“I’ve always wanted to make an impact with my own people,” says Chef Francis, especially with food.
Chef Rich Francis is heading to Aklavik this week in an effort to re-introduce muskox meat to the community through a two-day workshop.
He plans on using the animal “from nose to tail” and making tacos out of the head.
Francis is of Gwich’in and Mohawk descent and he’s planning to elevate traditional foods, such as the muskox, by incorporating elements from other cultures.
“A lot of what I do, you can’t find it in a book,” he says. “It’s always been the Elders who have taught me the pre-colonial stuff.”
He wants to challenge and ultimately re-train people on what they think Indigenous food really is.
When asked what makes a food Indigenous, he replied “anything from Turtle Island.”
“I love international flavours and I’ve found in my experience that the best way to eat Indigenous is also to utilize other cultures as inspiration,” he says.
He wants to break away from the classic meat and potatoes concept of a meal, but fears some resistance and criticism from residents.
He calls it the colonial palate.
“The five white gifts that were given to us (are) flour, salt, sugar, lard and milk,” he says, “those things really interfered with our traditional hunter-gatherer diets.”
Obesity, food security and food access, he notes, plague many northern communities today.
He hopes participants come into the workshop with an open mind, willing to try something new.
“You might like it, it’s fun, it’s creative, and it gets us outside of our comfort zone.”
Despite the elements, one of the skills he plans on teaching members is called barbacoa – essentially cooking meat from a hole dug in the ground, covered with foliage.
But the residents of Aklavik aren’t the only ones in for a new lesson on the impacts of food culture.
Being in his home region again after three years, he says, “this is my learning time. I hope to bring something back with me and have that reflected in my own work.”
“I think that Indigenous people have a lot to contribute by utilizing our voices and our lenses,” he said.
Mastering the muskox
In partnership with the Aklavik Hunters and Trappers Committee, dedicated masters’ students, Jessica Norris and Kate Curtis, are studying what’s bringing muskox back to the region, in addition to developing a way to monitor them.
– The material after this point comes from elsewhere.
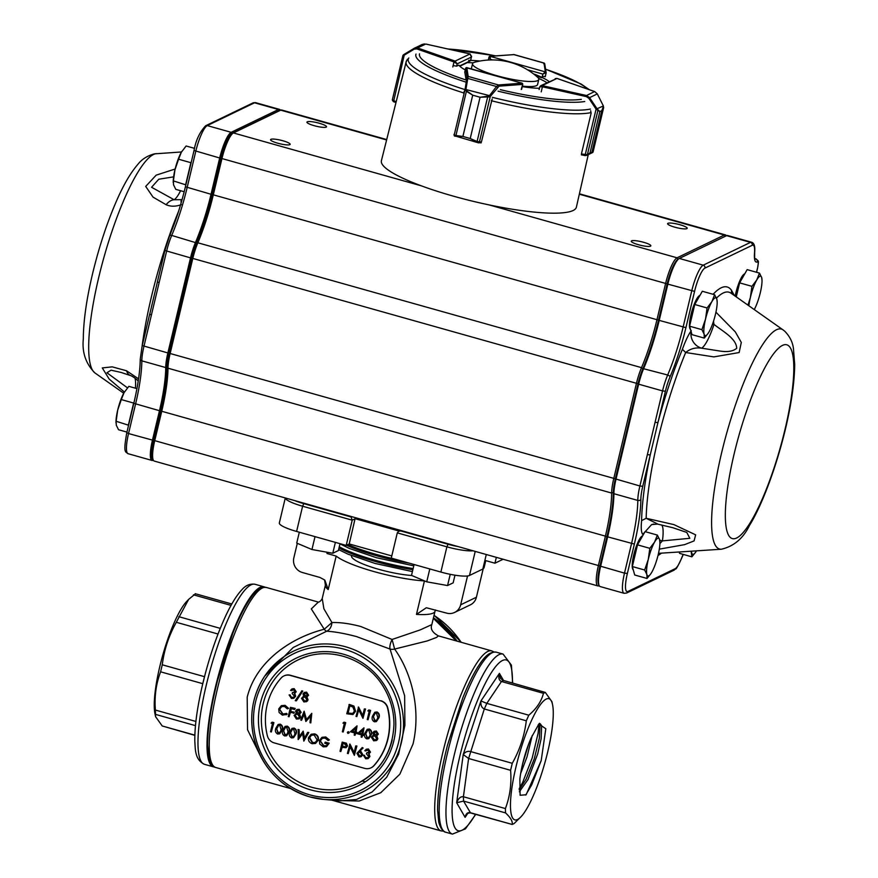 <?xml version="1.0" encoding="UTF-8"?>
<svg xmlns="http://www.w3.org/2000/svg" width="878" height="878" viewBox="0 0 878 878"><rect width="100%" height="100%" fill="white"/><g stroke="black" fill="none" stroke-linecap="round" stroke-linejoin="round"><path stroke-width="1.32" d="M281.136 678.025A64.127 61.548 -115.7 0 0 267.373 735.797A9.592 9.208 -115.7 0 0 274.177 742.887L364.666 768.36A9.592 9.208 -115.7 0 0 373.776 765.737A64.127 61.548 -115.7 0 0 387.538 707.975A9.592 9.208 -115.7 0 0 380.734 700.874L290.256 675.412A9.592 9.208 -115.7 0 0 281.136 678.025M194.85 735.358L162.21 725.963L155.593 716.7L155.395 710.061C154.308 696.572 156.043 683.819 160.597 671.813L162.265 664.789C164.12 649.885 168.796 635.716 176.302 622.282L188.66 599.367L195.311 593.923M155.593 716.711L154.967 713.748A62.942 13.477 -74.3 0 1 159.752 666.753A62.942 13.477 -74.3 0 1 186.52 601.639L188.649 599.367M214.506 767.01A93.507 20.018 -74.3 0 1 213.464 766.845A93.507 20.018 -74.3 0 1 215.154 688.242A93.507 20.018 -74.3 0 1 264.124 586.833A93.507 20.018 -74.3 0 1 265.09 587.239M433.458 617.783A93.507 89.743 64.3 0 1 457.142 641.159M552.558 704.65L551.933 701.687L545.315 692.424L543.46 693.324C541.408 701.379 536.524 708.667 528.808 715.197L526.306 720.794C524.462 735.698 519.787 749.867 512.269 763.3L510.601 770.313C511.687 783.802 509.953 796.555 505.399 808.561L505.53 812.896C510.557 817.528 512.796 821.391 512.214 824.464L470.575 812.962C468.786 812.754 467.381 813.401 466.35 814.894L465.11 817.352C465.779 813.785 467.491 812.216 470.224 812.655L512.214 824.464L514.069 823.575L521.005 816.76A62.942 13.477 105.7 0 0 547.773 751.645A62.942 13.477 105.7 0 0 552.558 704.65A62.942 13.477 105.7 0 0 520.193 751.173A62.942 13.477 105.7 0 0 518.382 819.031A62.942 13.477 105.7 0 0 521.005 816.76M545.315 692.424L502.973 680.307L500.603 678.464M365.292 781.815A91.103 87.449 64.3 0 1 362.263 780.959M351.639 555.675L351.573 555.983A37.644 6.837 13.4 0 0 378.67 569.295A37.644 6.837 13.4 0 0 411.738 575.496M307.19 656.404A68.572 65.817 -115.7 0 0 297.916 660.004A68.572 65.817 -115.7 0 0 261.787 727.324A68.572 65.817 -115.7 0 0 312.074 787.357A68.572 65.817 -115.7 0 0 357.489 783.527A68.572 65.817 -115.7 0 0 392.181 739.913M265.156 675.489L264.311 676.773C252.699 695.025 249.132 715.032 253.61 736.785C261.567 767.306 280.269 787.325 309.714 796.862L323.433 799.386A78.46 75.299 64.3 0 1 309.736 796.862A78.46 75.299 64.3 0 1 264.311 676.773A78.46 75.299 64.3 0 1 395.44 689.098A78.46 75.299 64.3 0 1 323.433 799.386L340.016 800.868L356.501 799.474L372.096 791.989L386.693 777.26L398.59 754.202L404.89 725.447L404.648 695.804L390.051 649.072L356.611 636.605C344.703 633.455 334.737 631.666 326.693 631.238L293.164 647.514L264.717 676.159M443.522 831.159L441.151 830.928A93.507 20.018 -74.3 0 1 447.22 735.501A93.507 20.018 -74.3 0 1 491.812 650.916L438.407 635.881L436.498 637.461L427.246 640.94L394.617 649.061C410.388 670.946 421.517 707.503 413.055 743.94L399.841 774.187L380.8 792.691L359.168 801.021L335.912 800.506M260.887 756.759L247.541 729.717L247.19 697.253C256.146 660.86 291.617 637.472 324.245 629.252L311.306 608.904L318.319 602.132M431.833 624.598L435.016 611.253A56.346 10.229 -166.6 0 1 416.457 614.413L424.436 580.929A56.346 10.229 13.4 0 1 336.175 556.081L328.196 589.566A56.346 10.229 -166.6 0 1 325.398 585.132L322.226 598.478L323.894 608.783L331.939 622.546C340.071 622.272 349.707 623.589 360.847 626.519L392.082 639.469L420.277 629.877L431.833 624.598C430.176 628.791 432.36 632.555 438.407 635.881M429.177 582.257L433.754 583.08M327.253 552.262L326.956 553.491L336.175 556.081M528.611 744.182L522.608 763.926M539.125 723.724L539.992 725.974L539.333 738.266L534.252 758.866L526.185 779.049L519.194 789.849M541.199 760.6L545.809 728.74L538.883 723.999L531.212 737.816A36.437 7.803 105.7 0 0 519.875 779.104L520.105 795.281L526.141 794.744L541.199 760.6L531.728 784.822L525.692 795.073M538.236 724.789L540.332 723.845L541.638 725.733L541.133 738.771L537.687 753.928L527.996 779.565L519.337 791.802M532.233 735.457L527.03 756.836L520.665 773.496M475.217 551.395L469.489 575.474L482.823 569.054L486.28 554.512M469.489 575.474A23.98 4.357 -166.6 0 1 440.877 572.061L446.891 546.829L397.295 532.869L398.722 531.245L400.697 530.916L448.043 544.239A21.577 3.918 13.4 0 0 458.25 546.621M397.295 532.869L391.281 558.101L440.877 572.061M346.195 545.414L352.21 520.182L302.614 506.222L296.599 531.453L346.195 545.414L349.224 543.954L391.797 555.928M296.599 531.453A23.98 4.357 -166.6 0 1 279.336 522.97L285.295 497.947M366.708 750.108L364.82 750.756L366.181 749.307L368.42 748.989L370.494 752.117L368.99 753.697L369.923 756.54L368.189 758.559M366.367 749.219L368.42 748.989M368.058 749.164L370.132 752.292L369.155 753.642M368.628 753.873L369.561 756.715L368.014 758.647L365.742 758.801L363.382 755.245L364.546 755.299L364.952 756.77L366.345 757.692L367.904 757.681M363.382 755.245L365.983 757.868L367.728 757.78L368.738 756.573L366.422 753.851L367.015 752.731L368.826 752.764M362.252 747.529L362.757 748.199L359.497 751.239A5.806 5.575 64.3 0 1 360.452 751.414L362.482 754.882L361.034 756.737L358.992 756.902L356.929 753.335L362.252 747.529L363.119 748.023L359.859 751.063A5.806 5.575 64.3 0 1 360.814 751.239L362.844 754.707L361.22 756.638M322.072 737.311L325.738 736.971L329.36 739.913L328.142 740.56L325.123 738.08L322.171 738.321L320.196 740.791L323.894 745.74L326.451 745.663M322.358 738.244L320.558 740.615M320.196 740.791L323.532 745.916L326.265 745.751L327.79 744.105L324.783 743.26L325.376 742.14L329.184 743.216L326.616 746.574M311.24 734.227L314.697 733.865C317.573 734.93 318.791 736.982 318.352 740.033L315.586 743.359M285.196 726.391L287.249 726.139C289.411 727.39 290.058 729.289 289.213 731.846L286.678 735.709M272.224 722.166L273.892 722.638L271.346 731.978L270.534 731.758L272.498 723.516L271.104 723.132L272.224 722.166M374.247 731.264L376.399 731.023L378.396 734.129L376.662 735.687L377.814 738.617A3.04 2.908 64.3 0 1 376.684 740.33L376.091 740.648M376.289 735.863L377.452 738.793A3.04 2.908 64.3 0 1 376.322 740.505L373.688 740.834L371.306 737.147L373.688 735.127L372.832 732.812L374.061 731.341L376.036 731.198L378.034 734.304L377.123 735.544M372.865 735.38L373.622 735.062M367.322 729.311L369.375 729.047C371.537 730.298 372.184 732.197 371.339 734.754L368.804 738.617M357.05 725.854L356.062 732.076L357.105 732.373L356.874 733.317L355.469 733.196L354.964 735.314L354.163 735.084L354.668 732.965L350.388 731.769L357.05 725.854L355.7 732.252L356.742 732.548L356.512 733.492M355.777 733.284L354.964 735.314M368.936 709.94L370.604 710.412L368.047 719.762L367.245 719.532L369.199 711.301L367.816 710.906L368.936 709.94M358.213 707.207L362.614 716.152L364.337 708.93L365.149 709.161L362.965 718.325L358.553 709.402L356.83 716.602L356.029 716.382L358.575 707.031L362.768 715.526M364.337 708.93L365.511 708.985L362.965 718.325M358.762 709.852L356.83 716.602M348.961 704.606L353.571 706.252L355.239 711.389L352.912 714.538L346.777 713.77L349.323 704.43L353.933 706.077L355.601 711.213L353.099 714.451M292.429 689.768L290.541 690.415L291.902 688.967L294.152 688.648L296.215 691.765L294.712 693.357L295.656 696.199L293.911 698.219M292.089 688.879L294.152 688.648M293.779 688.824L295.853 691.941L294.876 693.302M294.349 693.532L295.282 696.375L293.735 698.306L291.463 698.46L289.103 694.904L290.267 694.959L290.673 696.43L292.067 697.341L293.625 697.341M289.103 694.904L291.705 697.516L293.45 697.439L294.459 696.232L292.144 693.51L292.736 692.391L294.547 692.424M301.944 690.843L302.789 691.074L296.468 700.721L295.249 700.655L301.944 690.843M304.436 692.38L306.587 692.149L308.584 695.244L306.85 696.803L308.013 699.733A3.04 2.908 64.3 0 1 306.872 701.445L306.279 701.763M306.477 696.978L307.64 699.909A3.04 2.908 64.3 0 1 306.51 701.621L303.876 701.95L301.494 698.262L303.876 696.243L303.02 693.927L304.249 692.468L306.224 692.325L308.222 695.42L307.311 696.66M303.053 696.495L303.81 696.177M374.972 712.223L377.024 711.97C379.175 713.221 379.834 715.12 378.989 717.666L376.453 721.529M281.432 705.649L285.087 705.33L288.566 708.359L287.358 708.886L284.45 706.428L281.498 706.658L279.522 709.194L283.012 714.034L286.601 713.408L287.183 714.154L286.074 714.824M281.684 706.581L279.884 709.018M289.071 716.766L288.258 716.536L290.442 707.372L295.206 708.425L294.613 709.545L291.035 708.535L290.366 711.356L294.306 712.19L294.086 713.134L290.135 712.299L289.071 716.766L290.442 712.387M291.331 708.623L290.728 711.18M297.016 709.534L299.178 709.292L301.165 712.398L299.431 713.957L300.594 716.887A3.04 2.908 64.3 0 1 299.453 718.588L298.871 718.906M299.069 714.132L300.232 717.063A3.04 2.908 64.3 0 1 299.091 718.764L296.457 719.104L294.086 715.405L296.457 713.397L295.612 711.081L296.83 709.611L298.816 709.468L300.803 712.574L299.892 713.814M295.634 713.638L296.391 713.331M304.128 711.213L306.17 719.828L311.789 713.375L310.801 722.89L309.989 722.66L310.702 715.811L305.873 721.496L303.997 713.913L301.56 720.289L300.748 720.059L304.128 711.213L306.488 719.444M311.679 713.342L310.801 722.89M310.669 716.097L305.873 721.496M304.106 714.396L301.56 720.289M344.055 722.177L345.723 722.649L343.177 732L342.365 731.769L344.33 723.538L342.947 723.143L344.055 722.177M347.973 731.912A0.79 0.757 64.3 0 1 348.676 731.758L349.246 732.735L348.314 733.284L349.246 732.735L347.951 733.459L347.381 732.482A0.79 0.757 64.3 0 1 348.314 731.934L348.676 731.758M363.986 727.807L362.998 734.03L364.041 734.326L363.81 735.27L362.405 735.149L361.901 737.268L361.099 737.037L361.604 734.919L357.324 733.723L363.986 727.807L362.636 734.206L363.679 734.502L363.448 735.446M362.713 735.237L361.901 737.268M278.26 724.449L280.312 724.185C282.475 725.437 283.122 727.335 282.277 729.892L279.742 733.756M292.133 728.345L294.185 728.092C296.347 729.344 296.994 731.242 296.149 733.799L293.614 737.663M297.916 729.673L298.761 729.903L298.915 737.136L303.151 731.144L304.249 738.585L307.618 732.406L308.441 732.636L303.821 741.12L302.669 733.317L298.136 739.517L298.29 729.497L299.124 729.739L299.277 736.631M303.151 731.144L304.556 738.014M307.618 732.406L308.804 732.461L303.821 741.12M302.701 733.591L298.246 739.55M342.2 742.13L345.987 743.348L347.161 746.157L345.976 747.76L341.827 747.299L340.818 751.535L340.016 751.305L342.2 742.13L346.349 743.172L347.523 745.982L346.151 747.661M342.135 747.387L340.818 751.535M349.598 744.215L354.01 753.159L355.722 745.938L356.534 746.168L354.35 755.343L349.938 746.41L348.226 753.62L347.414 753.39L349.96 744.039L354.152 752.534M355.722 745.938L356.896 745.993L354.35 755.343M350.157 746.871L348.226 753.62M284.022 675.884A9.592 9.208 64.3 0 1 290.497 675.292L290.256 675.412M380.734 700.874L290.497 675.292M380.986 700.765A9.592 9.208 64.3 0 1 387.78 707.855L387.538 707.975M373.776 765.737L374.017 765.627A64.127 61.548 -115.7 0 0 387.78 707.855M374.017 765.627A9.592 9.208 64.3 0 1 371.131 767.756M484.886 560.373L494.94 563.204L496.333 557.343M494.94 563.204L503.127 559.253M416.457 614.413L426.335 607.741L446.65 613.118A11.985 11.502 -115.7 0 0 460.654 604.821L467.535 575.979M460.654 604.821L476.414 597.227L485.172 560.46M349.224 543.954L355.316 517.658M325.398 585.132L324.597 579.952L319.888 577.439L302.372 572.511A11.985 11.502 -115.7 0 1 293.834 557.87L297.302 543.339M476.414 597.227A11.985 11.502 64.3 0 1 470.356 604.854L454.595 612.449M324.871 580.204L328.196 589.566M294.843 500.636A21.577 3.918 13.4 0 0 303.766 503.643L351.101 516.966L352.21 520.182L355.239 518.722L399.095 531.058M394.617 649.061L392.082 639.469C390.15 643.486 389.481 646.691 390.051 649.072A9.592 6.475 148.1 0 0 394.617 649.061M331.939 622.546L324.245 629.252A9.592 3.699 73.1 0 0 326.693 631.238C329.722 629.866 331.467 626.969 331.939 622.546M505.53 812.896L463.54 801.076L456.681 802.755C458.338 798.376 460.588 796.379 463.408 796.741L505.399 808.561M526.306 720.794L484.316 708.974L468.611 758.493L463.233 754.531C465.088 751.974 467.436 750.953 470.279 751.48L512.269 763.3M543.46 693.324L501.47 681.504L486.807 703.377L484.316 708.974C481.671 707.844 480.551 705.166 480.935 700.94L486.807 703.377L528.808 715.197M503.324 680.615L501.47 681.504C498.891 680.373 498.21 677.662 499.417 673.371L500.405 678.145M202.763 683.677L160.597 671.813M162.265 664.789L204.497 676.686M292.374 692.566L295.041 691.71L293.57 689.768L291.342 690.646M294.382 692.512L295.041 691.71M301.571 691.008L302.789 691.074M302.427 691.249L296.106 700.896M303.217 696.408L303.876 696.243M305.961 693.247L303.832 694.169L305.292 696.199L307.421 695.167L305.961 693.247M305.083 697.143L303.36 697.264L302.306 698.515L304.106 701.017L305.785 700.94L306.828 699.7L305.083 697.143M304.732 693.247L304.194 693.993L305.654 696.024L306.795 696.002M303.547 697.176L302.669 698.339L304.468 700.842L305.983 700.842M347.809 713.057L352.66 713.562L354.438 711.158L352.89 706.988L349.543 705.769L347.809 713.057L352.846 713.463M349.85 705.857L348.171 712.881M368.562 710.115L370.604 710.412M370.231 710.587L368.047 719.762M374.357 721.793C372.239 720.542 371.613 718.654 372.491 716.119L374.785 712.299L376.662 712.146C378.813 713.397 379.472 715.296 378.627 717.842L376.267 721.628L374.357 721.793M373.304 716.349L374.61 720.86L376.925 719.828L377.814 717.611L376.464 713.09L375.093 713.232L373.304 716.349L374.972 720.684L376.135 720.629M375.279 713.155L373.666 716.174M279.522 709.194L282.65 714.209L286.239 713.584L286.81 714.33L282.431 715.153L279.094 712.497L278.732 708.908L281.245 705.736L285.087 705.33M284.724 705.506L288.193 708.524M286.261 714.747L287.183 714.154M285.569 713.979L286.601 713.408M290.366 711.356L294.306 712.19M293.943 712.365L293.724 713.309M290.442 707.372L295.206 708.425M294.843 708.601L294.613 709.545M295.809 713.551L296.457 713.397M298.542 710.401L296.413 711.323L297.872 713.342L300.002 712.31L298.542 710.401M297.675 714.297L295.952 714.407L294.887 715.669L296.698 718.16L298.377 718.094L299.42 716.843L297.675 714.297M297.313 710.401L296.775 711.147L298.235 713.166L299.376 713.155M296.127 714.33L295.249 715.493L297.06 717.985L298.564 717.985M343.693 722.353L345.723 722.649M345.361 722.824L343.177 732M348.314 731.934L348.884 732.91L347.951 733.459M352.199 731.275L354.888 732.032L355.842 728.049L352.199 731.275L354.953 731.769M355.788 728.235L352.561 731.1M359.135 733.229L361.824 733.975L362.779 729.991L359.135 733.229L361.89 733.723M362.724 730.178L359.497 733.053M366.719 738.87C364.589 737.619 363.964 735.731 364.842 733.207L367.136 729.388L369.012 729.223C371.164 730.474 371.822 732.373 370.977 734.93L368.628 738.705L366.719 738.87M365.654 733.426L366.96 737.937L369.276 736.905L370.165 734.699L368.815 730.178L367.443 730.309L365.654 733.426L367.333 737.761L368.497 737.718M367.63 730.233L366.016 733.251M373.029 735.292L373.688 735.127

The pair have been working collaboratively for about a year and working closely with local experts on all things muskox.
The muskox program began in April when the students and a local harvester got to explore the Beaufort Delta region and study the effects of re-integrating muskox back into the communities.
The species, Norris admits wasn’t her main reason for her research rather, “one of the most important parts was to be in the ISR (Inuvialuit Settlement Region) and to give back to the communities,” she says.
“I’ve been disconnected in that way. So, it’s been really cool. Just to be up there to see people see family meet new family that I haven’t met before.”
The pair say aside from their research, a big part of the experience was learning from community knowledge holders and implementing that into their reports.
Especially for Curtis as this was her first time experiencing the NWT.
“Something that’s on my mind as an outsider and settler is how I use my positionality to affect the research that I put out and the people that I’m working with,” she says.
Michelle Gruben works with the AHTC and helped lead this program.
“We’ve heard people in Sachs Harbor love the muskox meat. They would prefer that over caribou meat,” she says, “And we just want to know more about working with the muskox.”
The muskox cooking workshop is set to take place from Nov. 19 and 20 at the Aklavik Curling Rink.